■ WORK REQUIRED:
Quote the records exactly, starting at the first line and stopping after the line with "RIGHT_UNDERSIDE = 261.0"; skip the pictures.

■ INFORMATION SHOWN:
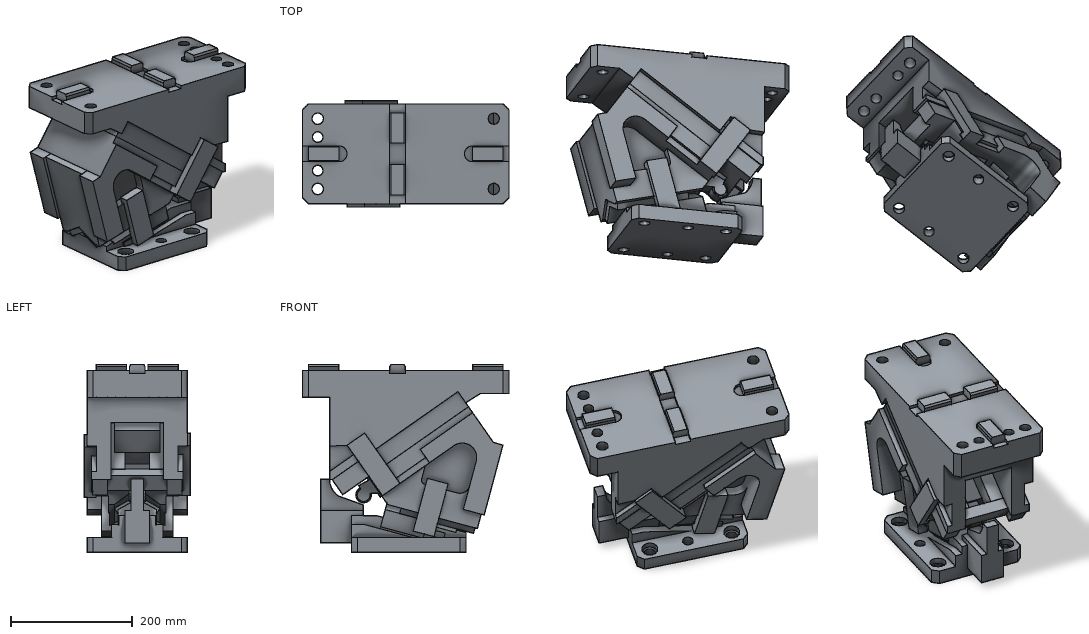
import cadquery as cq
import math

SLIDE_ANGLE = 35.0
SLIDE_ORIGIN = (49.0, 119.5)
DRIVE_ANGLE = -15.0
DRIVE_ORIGIN = (142.8, 78.0)
ROOF_ANGLE = 30.0


def frame_point(origin, angle, along, away):
    """X, Z of a point given along and away from a line tilted by angle."""
    cosine = math.cos(math.radians(angle))
    sine = math.sin(math.radians(angle))
    return (origin[0] + along * cosine - away * sine, origin[1] + along * sine + away * cosine)


def slide(s, n):
    return frame_point(SLIDE_ORIGIN, SLIDE_ANGLE, s, n)


def drive(t, m):
    return frame_point(DRIVE_ORIGIN, DRIVE_ANGLE, t, m)


def prism(points, y_low, y_high):
    """Extrude an X-Z outline from y_low to y_high."""
    plane = cq.Workplane("XZ", origin=(0, y_low, 0))
    return plane.polyline(points).close().extrude(y_low - y_high)


def block(frame, along, away, y_range):
    """Box tilted into a frame; each argument after the frame is a (low, high) pair."""
    corners = [
        frame(along[0], away[0]),
        frame(along[1], away[0]),
        frame(along[1], away[1]),
        frame(along[0], away[1]),
    ]
    return prism(corners, *y_range)


def box(x_range, y_range, z_range):
    size = [high - low for low, high in (x_range, y_range, z_range)]
    corner = (x_range[0], y_range[0], z_range[0])
    return cq.Workplane("XY").box(*size, centered=False).translate(corner)


def both_sides(solid):
    return solid.union(solid.mirror("XZ"))


LENGTH = 340.0
HALF_WIDTH = 82.3
CORNER = 10.0
TOTAL_WIDTH = 175.0
TOTAL_HEIGHT = 309.0
CLEARANCE = 3.5
KEY_RISE = 10.0
TOP_Z = TOTAL_HEIGHT - KEY_RISE
SCREW_HOLE = 18.5
DOWEL_HOLE = 17.0

RAIL_HEIGHT = 30.3
RAIL_Y = (49.0, 73.5)
SLIDE_END = 252.5
SLIDER_START = 51.5
SLIDER_BOTTOM = -69.0
STEP_N = -58.0
WIDE_Y = 73.5
STEP_Y = 68.0
BODY_Y = 47.5
GROOVE_Y = 67.0
LIP_Y = 75.5
LIP_TOP = 13.5
HOOK_TOP = 32.3
KEEPER_END = 87.7
KEEPER_WIDTH = 35.0
KEEPER_OUT = TOTAL_WIDTH / 2
FAR_KEEPER_SHIFT = -4.5

LEG_X = 45.0
LEG_INNER_Y = 43.0
CHANNEL_TOP = 214.0
CHANNEL_END = 187.0
GUIDE_START = 12.2
GUIDE_SLOT_S = (31.3, 88.7)
GUIDE_SLOT_Y = 20.0
GUIDE_RECESS = 1.0
GUIDE_RECESS_END = 164.5
BUMPER_S = (79.0, 102.7)
BUMPER_Y = 37.7
BUMPER_TOP = 43.5
LEFT_UNDERSIDE = 255.0
RIGHT_UNDERSIDE = 261.0
STOP_X = 293.0
STOP_DEPTH = 22.5
NOTCH_TOP = 174.8
SLOT_DEPTH = 5.0
KEY_WIDTH = 26.0
KEY_LENGTH = 50.0
KEY_CHAMFER_SIDE = 2.0
KEY_CHAMFER_TOP = 3.7
CROSS_SLOT_X = 156.5
CROSS_KEY_Y = 42.5
END_KEY_X = CORNER + KEY_LENGTH / 2
END_SLOT_LENGTH = 60.5
PLATE_HOLE_X = 25.0
SCREW_Y = 57.8
DOWEL_Y = 27.5


def plate_key():
    """Key along X centred over the origin, its lower part in a slot; two top edges chamfered."""
    half = KEY_WIDTH / 2
    outline = [
        (-half, -SLOT_DEPTH),
        (half, -SLOT_DEPTH),
        (half, KEY_RISE - KEY_CHAMFER_TOP),
        (half - KEY_CHAMFER_SIDE, KEY_RISE),
        (KEY_CHAMFER_SIDE - half, KEY_RISE),
        (-half, KEY_RISE - KEY_CHAMFER_TOP),
    ]
    key = cq.Workplane("YZ").polyline(outline).close().extrude(KEY_LENGTH / 2, both=True)
    return key.translate((0, 0, TOP_Z))


def end_slot():
    """Round-ended slot open at the -X end of the plate."""
    slot_box = box((0, END_SLOT_LENGTH), (-KEY_WIDTH / 2, KEY_WIDTH / 2), (TOP_Z - SLOT_DEPTH, TOP_Z))
    round_end = cq.Workplane("XY", origin=(END_SLOT_LENGTH, 0, TOP_Z - SLOT_DEPTH))
    return slot_box.union(round_end.circle(KEY_WIDTH / 2).extrude(SLOT_DEPTH))


def mirrored_in_x(solid):
    return solid.mirror("YZ").translate((LENGTH, 0, 0))


def keeper_notch():
    """Side recess in which the upper keeper hooks over the lip."""
    outline = [
        (LEG_X, SLIDE_ORIGIN[1] - CLEARANCE),
        (LEG_X, NOTCH_TOP),
        slide(KEEPER_END - KEEPER_WIDTH, HOOK_TOP),
        slide(KEEPER_END, HOOK_TOP),
        slide(KEEPER_END, 0),
        slide(0, 0),
    ]
    notch = prism(outline, GROOVE_Y, HALF_WIDTH + CLEARANCE)
    lip = block(slide, (-LEG_X, KEEPER_END), (-LEG_X, LIP_TOP), (GROOVE_Y, LIP_Y))
    return notch.cut(lip)


def slide_guide():
    """Two rails joined by a slotted cross plate that carries a bumper in the channel."""
    rail = block(slide, (0, SLIDE_END), (-RAIL_HEIGHT, 0), RAIL_Y)
    plate = block(slide, (GUIDE_START, SLIDE_END), (-RAIL_HEIGHT, 0), (-RAIL_Y[0], RAIL_Y[0]))
    slot = block(slide, GUIDE_SLOT_S, (-RAIL_HEIGHT, 0), (-GUIDE_SLOT_Y, GUIDE_SLOT_Y))
    recess_s = (GUIDE_SLOT_S[0], GUIDE_RECESS_END)
    recess = block(slide, recess_s, (-GUIDE_RECESS, 0), (-LEG_INNER_Y, LEG_INNER_Y))
    bumper = block(slide, BUMPER_S, (-GUIDE_RECESS, BUMPER_TOP), (-BUMPER_Y, BUMPER_Y))
    return plate.cut(slot).cut(recess).union(both_sides(rail)).union(bumper)


def make_holder():
    outline = [
        (0, TOP_Z),
        (0, LEFT_UNDERSIDE),
        (LEG_X, LEFT_UNDERSIDE),
        (LEG_X, SLIDE_ORIGIN[1]),
        slide(0, 0),
        slide(SLIDE_END, 0),
        slide(SLIDE_END, -STOP_DEPTH),
        (STOP_X, RIGHT_UNDERSIDE),
        (LENGTH, RIGHT_UNDERSIDE),
        (LENGTH, TOP_Z),
    ]
    holder = prism(outline, -HALF_WIDTH, HALF_WIDTH)
    corners = box((0, LENGTH), (-HALF_WIDTH, HALF_WIDTH), (0, TOP_Z)).edges("|Z").chamfer(CORNER)
    holder = holder.intersect(corners)
    channel = box((0, CHANNEL_END), (-LEG_INNER_Y, LEG_INNER_Y), (0, CHANNEL_TOP))
    holder = holder.cut(channel).cut(both_sides(keeper_notch()))
    holder = holder.union(slide_guide())

    cross_slot = box(
        (CROSS_SLOT_X - KEY_WIDTH / 2, CROSS_SLOT_X + KEY_WIDTH / 2),
        (-HALF_WIDTH, HALF_WIDTH),
        (TOP_Z - SLOT_DEPTH, TOP_Z),
    )
    holder = holder.cut(cross_slot).cut(end_slot()).cut(mirrored_in_x(end_slot()))
    end_key = plate_key().translate((END_KEY_X, 0, 0))
    holder = holder.union(end_key).union(mirrored_in_x(end_key))
    cross_key = plate_key().rotate((0, 0, 0), (0, 0, 1), 90)
    holder = holder.union(both_sides(cross_key.translate((CROSS_SLOT_X, CROSS_KEY_Y, 0))))

    screws = [(x, y) for x in (PLATE_HOLE_X, LENGTH - PLATE_HOLE_X) for y in (-SCREW_Y, SCREW_Y)]
    dowels = [(PLATE_HOLE_X, -DOWEL_Y), (PLATE_HOLE_X, DOWEL_Y)]
    depth = TOP_Z - LEFT_UNDERSIDE
    top = cq.Workplane("XY", origin=(0, 0, TOP_Z))
    holder = holder.cut(top.pushPoints(screws).circle(SCREW_HOLE / 2).extrude(-depth))
    return holder.cut(top.pushPoints(dowels).circle(DOWEL_HOLE / 2).extrude(-depth))


BODY_END = 150.3
FLANGE_START = 147.2
FLANGE_TOP = -42.0
SHOULDER_N = -101.5
HEEL_T = (119.7, 155.5)
HEEL_M = (24.5, 143.5)
ARCH_RADIUS = 23.8
POCKET_START = 40.5
POCKET_BOTTOM = 48.0
POCKET_Y = 30.5
POCKET_NEAR_RADIUS = 6.8
POCKET_FAR_RADIUS = 17.0
ROOF_HALF_WIDTH = 37.5
LINER_THICKNESS = 11.0
LINER_T = (20.5, 146.2)
HOOK_CENTRE = (100.5, 94.2)
HOOK_RADIUS = 13.0
ARM_TOP_NEAR = (92.5, 109.8)
ARM_TOP_FAR = (114.5, 121.7)
ARM_UNDERSIDE = (113.5, 97.0)
HOOK_INNER_Y = 10.2
HOOK_RIM_RADIUS = 10.5
HOOK_Y = 13.3


def distance_along(angle, start, end):
    """Distance from start to end measured along a direction tilted by angle."""
    tilt = math.radians(angle)
    return (end[0] - start[0]) * math.cos(tilt) + (end[1] - start[1]) * math.sin(tilt)


FRAME_COSINE = math.cos(math.radians(SLIDE_ANGLE - DRIVE_ANGLE))


def meets_underside(t):
    """s at which the wide part's underside crosses the given t."""
    start = distance_along(DRIVE_ANGLE, DRIVE_ORIGIN, slide(0, SLIDER_BOTTOM))
    return (t - start) / FRAME_COSINE


def t_at_slide(s):
    """t at which the body's underside, m = 0, crosses the given s."""
    start = distance_along(SLIDE_ANGLE, SLIDE_ORIGIN, DRIVE_ORIGIN)
    return (s - start) / FRAME_COSINE


def drive_bar(outline, t_range):
    """Extrude a Y-m cross-section along the drive direction."""
    x, z = drive(t_range[0], 0)
    direction = (math.cos(math.radians(DRIVE_ANGLE)), 0, math.sin(math.radians(DRIVE_ANGLE)))
    plane = cq.Plane(origin=(x, 0, z), xDir=(0, 1, 0), normal=direction)
    return cq.Workplane(plane).polyline(outline).close().extrude(t_range[1] - t_range[0])


def roof(peak_m, half_width, t_range, floor_m):
    """Ridge along t: two 30 degree slopes falling from peak_m, cut at half_width and floor_m."""
    eave = peak_m - half_width * math.tan(math.radians(ROOF_ANGLE))
    outline = [
        (-half_width, floor_m),
        (-half_width, eave),
        (0, peak_m),
        (half_width, eave),
        (half_width, floor_m),
    ]
    return drive_bar(outline, t_range)


SLIDER_PEAK = ROOF_HALF_WIDTH * math.tan(math.radians(ROOF_ANGLE))
BASE_PEAK = SLIDER_PEAK - LINER_THICKNESS / math.cos(math.radians(ROOF_ANGLE))
LINER_FOOT_Y = ROOF_HALF_WIDTH - LINER_THICKNESS * math.sin(math.radians(ROOF_ANGLE))
LINER_FOOT_M = -LINER_THICKNESS * math.cos(math.radians(ROOF_ANGLE))


def liner():
    """Inverted-V wear plate under the slider's roof."""
    outline = [
        (-ROOF_HALF_WIDTH, 0),
        (0, SLIDER_PEAK),
        (ROOF_HALF_WIDTH, 0),
        (LINER_FOOT_Y, LINER_FOOT_M),
        (0, BASE_PEAK),
        (-LINER_FOOT_Y, LINER_FOOT_M),
    ]
    return drive_bar(outline, LINER_T)


def arch_corner():
    return slide(meets_underside(HEEL_T[0]), SLIDER_BOTTOM)


def edge_at(solid, point):
    """The cross edge of a prism that passes through an X-Z point."""
    middle_y = solid.val().Center().y
    return solid.edges(cq.selectors.NearestToPointSelector((point[0], middle_y, point[1])))


def side_arch():
    """Side flange that turns down into the heel, with a rounded inner corner."""
    outline = [
        slide(FLANGE_START, FLANGE_TOP),
        slide(SLIDE_END, FLANGE_TOP),
        slide(SLIDE_END, SHOULDER_N),
        drive(HEEL_T[1], HEEL_M[1]),
        drive(HEEL_T[1], HEEL_M[0]),
        drive(HEEL_T[0], HEEL_M[0]),
        arch_corner(),
        slide(FLANGE_START, SLIDER_BOTTOM),
    ]
    return edge_at(prism(outline, BODY_Y, HALF_WIDTH), arch_corner()).fillet(ARCH_RADIUS)


def side_pocket():
    """Rounded pocket in the body's side that takes the lower keeper's hook."""
    near_bottom = drive(POCKET_START, POCKET_BOTTOM)
    far_bottom = drive(HEEL_T[0], POCKET_BOTTOM)
    near_top = slide(meets_underside(POCKET_START), SLIDER_BOTTOM)
    pocket = prism([near_bottom, far_bottom, arch_corner(), near_top], POCKET_Y, HALF_WIDTH)
    pocket = edge_at(pocket, near_bottom).fillet(POCKET_NEAR_RADIUS)
    pocket = edge_at(pocket, far_bottom).fillet(POCKET_FAR_RADIUS)
    pocket = edge_at(pocket, arch_corner()).fillet(ARCH_RADIUS)
    return pocket.intersect(box((0, LENGTH), (POCKET_Y, BODY_Y), (0, TOP_Z)))


def upper_keeper():
    """Plate on the slider's side whose top hooks into the holder's groove."""
    along = (KEEPER_END - KEEPER_WIDTH, KEEPER_END)
    plate = block(slide, along, (SLIDER_BOTTOM, HOOK_TOP), (LIP_Y, KEEPER_OUT))
    hook = block(slide, along, (LIP_TOP, HOOK_TOP), (GROOVE_Y, LIP_Y))
    foot = block(slide, along, (SLIDER_BOTTOM, STEP_N), (STEP_Y, LIP_Y))
    return plate.union(hook).union(foot)


def return_hook():
    """Rounded nose on an arm that reaches out of the slider's near end."""
    arm_outline = [
        ARM_TOP_NEAR,
        ARM_TOP_FAR,
        slide(SLIDER_START + CLEARANCE, SLIDER_BOTTOM + CLEARANCE),
        ARM_UNDERSIDE,
        HOOK_CENTRE,
    ]
    arm = prism(arm_outline, -HOOK_Y, HOOK_Y)
    nose_plane = cq.Workplane("XZ", origin=(HOOK_CENTRE[0], 0, HOOK_CENTRE[1]))
    nose = nose_plane.circle(HOOK_RADIUS).extrude(HOOK_INNER_Y, both=True)
    rim = nose_plane.circle(HOOK_RIM_RADIUS).extrude(HOOK_Y, both=True)
    return arm.union(nose).union(rim)


def make_slider():
    along = (SLIDER_START, SLIDE_END)
    wide = block(slide, along, (STEP_N, -RAIL_HEIGHT), (-WIDE_Y, WIDE_Y))
    stepped = block(slide, along, (SLIDER_BOTTOM, STEP_N), (-STEP_Y, STEP_Y))
    body_outline = [
        slide(SLIDER_START, SLIDER_BOTTOM),
        drive(t_at_slide(SLIDER_START), 0),
        drive(BODY_END, 0),
        drive(BODY_END, HEEL_M[1]),
        slide(SLIDE_END, SHOULDER_N),
        slide(SLIDE_END, SLIDER_BOTTOM),
    ]
    body = prism(body_outline, -BODY_Y, BODY_Y)
    slider = wide.union(stepped).union(body).union(both_sides(side_arch()))
    slider = slider.cut(both_sides(side_pocket()))

    slider = slider.cut(roof(SLIDER_PEAK, ROOF_HALF_WIDTH, (-LENGTH, LENGTH), -LENGTH / 2))
    slider = slider.union(liner())

    far_keeper = upper_keeper().translate((
        FAR_KEEPER_SHIFT * math.cos(math.radians(SLIDE_ANGLE)),
        0,
        FAR_KEEPER_SHIFT * math.sin(math.radians(SLIDE_ANGLE)),
    ))
    slider = slider.union(far_keeper).union(upper_keeper().mirror("XZ"))
    return slider.union(return_hook())


BASE_X = (80.5, 269.3)
BASE_THICKNESS = 24.5
CORE_Y = 30.3
CORE_TOP = 60.2
CORE_FLAT_END = 123.0
LEDGE_Y = 42.0
LEDGE_TOP = 45.5
LEDGE_FLAT_END = 102.0
GUIDE_Y = 31.3
GUIDE_T = (-4.5, 117.5)
GUIDE_FLOOR = -38.5
WIDE_GUIDE_START = 68.0
END_STOP_M = -11.0
FIXING_Y = 62.5
FIXING_INSET = 24.5
BASE_DOWEL_X = 170.0
COUNTERBORE = 26.0
COUNTERBORE_DEPTH = 10.2
BAR_X = (30.0, 100.3)
BAR_BOTTOM = 15.3
BAR_SHOULDER = 68.7
BAR_TOP = 120.5
BAR_WIDE_Y = 20.5
BAR_NARROW_Y = 10.5
BAR_HOLLOW_MIDDLE = (49.0, 104.0)
BAR_HOLLOW_END = (58.8, 92.8)
BAR_END_TOP = 78.0
LOWER_KEEPER_T = (49.3, 84.5)
LOWER_KEEPER_M = (-31.3, 58.5)
LOWER_HOOK_Y = 42.0
LOWER_FOOT_Y = 45.5
LUG_END = 101.0
LUG_TOP = -21.0
LOWER_KEEPER_OUT = 58.8


def falling_step(top, flat_end, half_width):
    """Step that is flat at first and then falls with the drive angle."""
    fall_length = BASE_X[1] - flat_end
    far_z = top + fall_length * math.tan(math.radians(DRIVE_ANGLE))
    outline = [(BASE_X[0], 0), (BASE_X[0], top), (flat_end, top), (BASE_X[1], far_z), (BASE_X[1], 0)]
    return prism(outline, -half_width, half_width)


def return_bar():
    """T-section bar at the base's near end with a hollow top under the slider's hook."""
    wide = box(BAR_X, (-BAR_WIDE_Y, BAR_WIDE_Y), (BAR_BOTTOM, BAR_SHOULDER))
    side = cq.Workplane("XZ", origin=(0, -BAR_NARROW_Y, 0)).moveTo(BAR_X[0], BAR_BOTTOM)
    side = side.lineTo(BAR_X[0], BAR_TOP).lineTo(LEG_X, BAR_TOP)
    side = side.threePointArc(BAR_HOLLOW_MIDDLE, BAR_HOLLOW_END).lineTo(BAR_X[1], BAR_END_TOP)
    narrow = side.lineTo(BAR_X[1], BAR_BOTTOM).close().extrude(-2 * BAR_NARROW_Y)
    return wide.union(narrow)


def lower_keeper():
    """Plate lugged to the base's side; its top hooks into the slider's pocket."""
    plate = block(drive, LOWER_KEEPER_T, LOWER_KEEPER_M, (BODY_Y, LOWER_KEEPER_OUT))
    hook = block(drive, LOWER_KEEPER_T, (POCKET_BOTTOM, LOWER_KEEPER_M[1]), (LOWER_HOOK_Y, BODY_Y))
    foot = block(drive, LOWER_KEEPER_T, (LOWER_KEEPER_M[0], 0), (LOWER_FOOT_Y, BODY_Y))
    lug_t = (LOWER_KEEPER_T[0], LUG_END)
    lug = block(drive, lug_t, (LOWER_KEEPER_M[0], LUG_TOP), (LEDGE_Y, LOWER_FOOT_Y))
    return plate.union(hook).union(foot).union(lug)


def make_base():
    plate = box(BASE_X, (-HALF_WIDTH, HALF_WIDTH), (0, BASE_THICKNESS)).edges("|Z").chamfer(CORNER)
    base = plate.union(falling_step(LEDGE_TOP, LEDGE_FLAT_END, LEDGE_Y))
    base = base.union(falling_step(CORE_TOP, CORE_FLAT_END, CORE_Y))
    base = base.union(roof(BASE_PEAK, GUIDE_Y, GUIDE_T, GUIDE_FLOOR))
    base = base.union(roof(BASE_PEAK, LEDGE_Y, (WIDE_GUIDE_START, GUIDE_T[1]), GUIDE_FLOOR))
    stop = block(drive, (GUIDE_T[1], LENGTH), (-BASE_X[1], END_STOP_M), (-LEDGE_Y, LEDGE_Y))
    base = base.union(stop.intersect(box(BASE_X, (-LEDGE_Y, LEDGE_Y), (0, TOP_Z))))
    base = base.union(return_bar()).union(both_sides(lower_keeper()))

    top = cq.Workplane("XY", origin=(0, 0, BASE_THICKNESS))
    screw_xs = (BASE_X[0] + FIXING_INSET, BASE_X[1] - FIXING_INSET)
    screws = [(x, y) for x in screw_xs for y in (-FIXING_Y, FIXING_Y)]
    dowels = [(BASE_DOWEL_X, -FIXING_Y), (BASE_DOWEL_X, FIXING_Y)]
    base = base.cut(top.pushPoints(screws).circle(SCREW_HOLE / 2).extrude(-BASE_THICKNESS))
    base = base.cut(top.pushPoints(screws).circle(COUNTERBORE / 2).extrude(-COUNTERBORE_DEPTH))
    return base.cut(top.pushPoints(dowels).circle(DOWEL_HOLE / 2).extrude(-BASE_THICKNESS))


holder = make_holder()
slider = make_slider()
base = make_base()

result = cq.Compound.makeCompound([
    *holder.solids().vals(),
    *slider.solids().vals(),
    *base.solids().vals(),
])

■ RESPONSE AREA:
import cadquery as cq
import math

SLIDE_ANGLE = 35.0
SLIDE_ORIGIN = (49.0, 119.5)
DRIVE_ANGLE = -15.0
DRIVE_ORIGIN = (142.8, 78.0)
ROOF_ANGLE = 30.0


def frame_point(origin, angle, along, away):
    """X, Z of a point given along and away from a line tilted by angle."""
    cosine = math.cos(math.radians(angle))
    sine = math.sin(math.radians(angle))
    return (origin[0] + along * cosine - away * sine, origin[1] + along * sine + away * cosine)


def slide(s, n):
    return frame_point(SLIDE_ORIGIN, SLIDE_ANGLE, s, n)


def drive(t, m):
    return frame_point(DRIVE_ORIGIN, DRIVE_ANGLE, t, m)


def prism(points, y_low, y_high):
    """Extrude an X-Z outline from y_low to y_high."""
    plane = cq.Workplane("XZ", origin=(0, y_low, 0))
    return plane.polyline(points).close().extrude(y_low - y_high)


def block(frame, along, away, y_range):
    """Box tilted into a frame; each argument after the frame is a (low, high) pair."""
    corners = [
        frame(along[0], away[0]),
        frame(along[1], away[0]),
        frame(along[1], away[1]),
        frame(along[0], away[1]),
    ]
    return prism(corners, *y_range)


def box(x_range, y_range, z_range):
    size = [high - low for low, high in (x_range, y_range, z_range)]
    corner = (x_range[0], y_range[0], z_range[0])
    return cq.Workplane("XY").box(*size, centered=False).translate(corner)


def both_sides(solid):
    return solid.union(solid.mirror("XZ"))


LENGTH = 340.0
HALF_WIDTH = 82.3
CORNER = 10.0
TOTAL_WIDTH = 175.0
TOTAL_HEIGHT = 309.0
CLEARANCE = 3.5
KEY_RISE = 10.0
TOP_Z = TOTAL_HEIGHT - KEY_RISE
SCREW_HOLE = 18.5
DOWEL_HOLE = 17.0

RAIL_HEIGHT = 30.3
RAIL_Y = (49.0, 73.5)
SLIDE_END = 252.5
SLIDER_START = 51.5
SLIDER_BOTTOM = -69.0
STEP_N = -58.0
WIDE_Y = 73.5
STEP_Y = 68.0
BODY_Y = 47.5
GROOVE_Y = 67.0
LIP_Y = 75.5
LIP_TOP = 13.5
HOOK_TOP = 32.3
KEEPER_END = 87.7
KEEPER_WIDTH = 35.0
KEEPER_OUT = TOTAL_WIDTH / 2
FAR_KEEPER_SHIFT = -4.5

LEG_X = 45.0
LEG_INNER_Y = 43.0
CHANNEL_TOP = 214.0
CHANNEL_END = 187.0
GUIDE_START = 12.2
GUIDE_SLOT_S = (31.3, 88.7)
GUIDE_SLOT_Y = 20.0
GUIDE_RECESS = 1.0
GUIDE_RECESS_END = 164.5
BUMPER_S = (79.0, 102.7)
BUMPER_Y = 37.7
BUMPER_TOP = 43.5
LEFT_UNDERSIDE = 255.0
RIGHT_UNDERSIDE = 261.0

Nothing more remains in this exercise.